9. The synthesis method according to claim 5, characterized in that, The naked sugar includes GalNAz, and the preparation method of GalNAz includes the following steps: (1) Mix glucosamine hydrochloride, CmCDA enzyme, NahK enzyme, buffer B and water to obtain mixture IV. Shake at 220 rpm for 10-14 h at 30-40℃ to obtain reaction solution III; (2) Heat the reaction solution III to 93~98℃ and keep it warm for 1~15 min, cool it down to 2~6℃, centrifuge and take the supernatant. Add UTP and MgCl2 to the supernatant, adjust the pH to 7.5~8.5, add water to get mixture V, then add AGX2 enzyme, PmPpA enzyme, WbgU enzyme and thGTA enzyme to get mixture VI. Shake the mixture at 220 rpm at 35~39℃ overnight to get reaction solution IV. Mix reaction solution IV with an equal volume of methanol, precipitate at -85~-20℃ for 2~6 h, centrifuge and take the supernatant for purification to get GalNAz. In step (1): The mass ratio of glucosamine hydrochloride to CmCDA enzyme is 20:(0.5~1.5). The mass ratio of glucosamine hydrochloride to NahK enzyme is 20:(0.5~1.5). The buffer solution B comprises: 200 mM Tris-HCl, 0.2 M azideacetic acid, 60 mM ATP, 50 mM MgCl2, and pH 8.0; The volume ratio of glucosamine hydrochloride to buffer B is 100:(0.5~5) mg / ml. The concentration of glucosamine hydrochloride in the mixture IV is 5-15 mg / ml; In step (2): The UTP concentration in the mixture V is 40~100 mM; The MgCl2 concentration in the mixture V is 30~100 mM; The concentration of AGX2 enzyme in the mixture VI is 0.35~0.5 mg / ml; The concentration of PmPpA enzyme in the mixture VI is 0.35~0.5 mg / ml; The concentration of WbgU enzyme in the mixture VI is 0.35~0.5 mg / ml; The concentration of thGTA enzyme in the mixture VI is 0.35~0.5 mg / ml.

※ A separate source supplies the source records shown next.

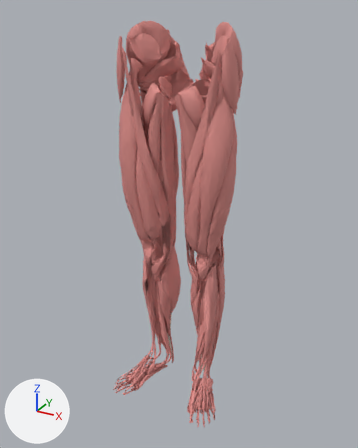
The glTF model public/models/muscles-membre-inf.lo.glb: old version first, new version second.
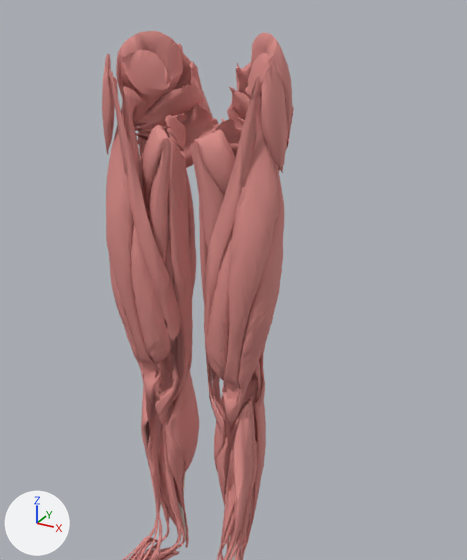
The first picture shows the older version from a camera (50 mm lens) standing at (0.582, -1.143, 0.983) and looking at (0.004, -0.092, 0.457). The close-ups show the older and then the newer version on the part from 14% to 100% of the width and 0% to 83% of the height of that picture. Only the edits that show in the close-ups are written down. Arrows for +X, +Y and +Z are at lower left; the lights stay in place. Where no turn or scale is listed for an object, it has been applied to the vertices.

The first close-up shows 'FJ1419', 'FJ1420', 'FJ1421', 'FJ1433', 'FJ1433M', 'FJ1434', 'FJ1434M', 'FJ1438M', 'FJ1439M', 'FJ1442M', 'FJ1443', 'FJ1443M' and 56 more.
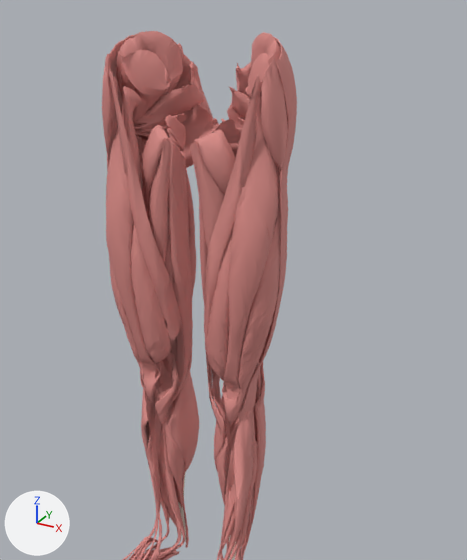
What differs and where, as boxes [x1, y1, x2, y2] in the close-ups (467 x 560 px):
'FJ1423M', added: after [236, 37, 297, 426]
'FJ1423', added (mostly hidden): after [107, 35, 148, 400]

Patch to the scene script:
```diff
--- a/public/models/muscles-membre-inf.lo.glb.py
+++ b/public/models/muscles-membre-inf.lo.glb.py
@@ me_fj1423m @@
+me_fj1423m.from_pydata(...)  # 2110 vertices, 4214 faces; spans x -0.035..0.035, y -0.04..0.04, z -0.315..0.315
+me_fj1423m.materials.append(mat_0_7_0_26_0_24)  # pink #da8b86
@@ me_fj1423 @@
+me_fj1423.from_pydata(...)  # 2110 vertices, 4216 faces; spans x -0.035..0.035, y -0.04..0.04, z -0.315..0.315
+me_fj1423.materials.append(mat_0_7_0_26_0_24)  # pink #da8b86
@@ ob_fj1423m @@
+ob_fj1423m = bpy.data.objects.new('FJ1423M', me_fj1423m)
+ob_fj1423m.location = (0.127, -0.073, 0.63)
@@ ob_fj1423 @@
+ob_fj1423 = bpy.data.objects.new('FJ1423', me_fj1423)
+ob_fj1423.location = (-0.127, -0.073, 0.63)
```
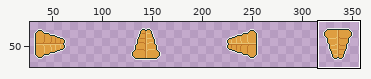
One commit to this sprite sheet: assets/sprites/drafts/tail_v2.png. The picture above shows the old version from afar; the outline marks the close-up.
Close-up. Before the commit:
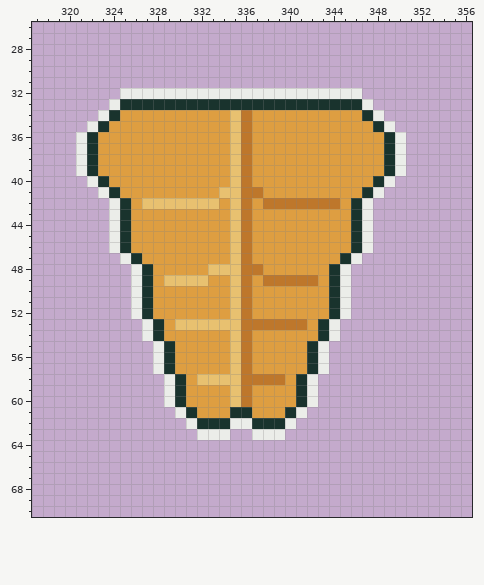
The file is 384x96 pixels. Shown: x 317..356, y 26..70. The wide view leaves out empty margins.
The result:
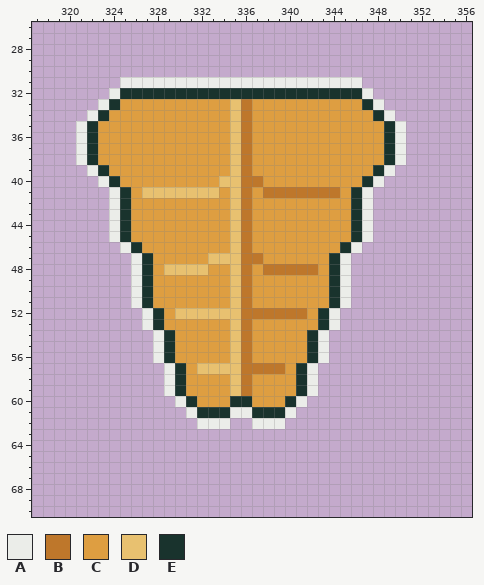
Palette (. is transparent): A #ebede9  B #be772b  C #de9e41  D #e8c170  E #19332d
The edit:
{"y":31,"x":325,"old":"......................","new":"AAAAAAAAAAAAAAAAAAAAAA"}
{"y":32,"x":324,"old":".AAAAAAAAAAAAAAAAAAAAAA.","new":"AEEEEEEEEEEEEEEEEEEEEEEA"}
{"y":33,"x":323,"old":".AEEEEEEEEEEEEEEEEEEEEEEA.","new":"AECCCCCCCCCCDBCCCCCCCCCCEA"}
{"y":34,"x":322,"old":".AE","new":"AEC"}
{"y":34,"x":347,"old":"EA.","new":"CEA"}
{"y":35,"x":321,"old":".AE","new":"AEC"}
{"y":35,"x":348,"old":"EA.","new":"CEA"}
{"y":39,"x":321,"old":"AEC","new":".AE"}
{"y":39,"x":348,"old":"CEA","new":"EA."}
{"y":40,"x":322,"old":"AEC","new":".AE"}
{"y":40,"x":334,"old":"C","new":"D"}
{"y":40,"x":337,"old":"C","new":"B"}
{"y":40,"x":347,"old":"CEA","new":"EA."}
{"y":41,"x":323,"old":"AEC","new":".AE"}
{"y":41,"x":327,"old":"CCCCCCCD","new":"DDDDDDDC"}
{"y":41,"x":337,"old":"BCCCCCCC","new":"CBBBBBBB"}
{"y":41,"x":346,"old":"CEA","new":"EA."}
{"y":42,"x":327,"old":"DDDDDDD","new":"CCCCCCC"}
{"y":42,"x":338,"old":"BBBBBBB","new":"CCCCCCC"}
{"y":46,"x":324,"old":"AEC","new":".AE"}
{"y":46,"x":345,"old":"CEA","new":"EA."}
{"y":47,"x":325,"old":"AEC","new":".AE"}
{"y":47,"x":333,"old":"CC","new":"DD"}
{"y":47,"x":337,"old":"C","new":"B"}
{"y":47,"x":344,"old":"CEA","new":"EA."}
{"y":48,"x":329,"old":"CCCCDD","new":"DDDDCC"}
{"y":48,"x":337,"old":"BCCCCC","new":"CBBBBB"}
{"y":49,"x":329,"old":"DDDD","new":"CCCC"}
{"y":49,"x":338,"old":"BBBBB","new":"CCCCC"}
{"y":52,"x":326,"old":"AEC","new":".AE"}
{"y":52,"x":330,"old":"CCCCC","new":"DDDDD"}
{"y":52,"x":337,"old":"CCCCC","new":"BBBBB"}
{"y":52,"x":343,"old":"CEA","new":"EA."}
{"y":53,"x":330,"old":"DDDDD","new":"CCCCC"}
{"y":53,"x":337,"old":"BBBBB","new":"CCCCC"}
{"y":54,"x":327,"old":"AEC","new":".AE"}
{"y":54,"x":342,"old":"CEA","new":"EA."}
{"y":57,"x":328,"old":"AEC","new":".AE"}
{"y":57,"x":332,"old":"CCC","new":"DDD"}
{"y":57,"x":337,"old":"CCC","new":"BBB"}
{"y":57,"x":341,"old":"CEA","new":"EA."}
{"y":58,"x":332,"old":"DDD","new":"CCC"}
{"y":58,"x":337,"old":"BBB","new":"CCC"}
{"y":60,"x":329,"old":"AEC","new":".AE"}
{"y":60,"x":335,"old":"DB","new":"EE"}
{"y":60,"x":340,"old":"CEA","new":"EA."}
{"y":61,"x":330,"old":"AECCCEECCCEA","new":".AEEEAAEEEA."}
{"y":62,"x":331,"old":"AEEEAAEEEA","new":".AAA..AAA."}
{"y":63,"x":332,"old":"AAA","new":"..."}
{"y":63,"x":337,"old":"AAA","new":"..."}

10. The use of a non-natural sugar according to any one of claims 1 to 4, and / or a non-natural sugar synthesized by the synthetic method according to any one of claims 5 to 9, in the preparation of metabolic markers; said metabolic markers comprising: Metabolic markers for glycobiological metabolism, bioimaging tracing, glycoproteomics research, and confocal microscopy.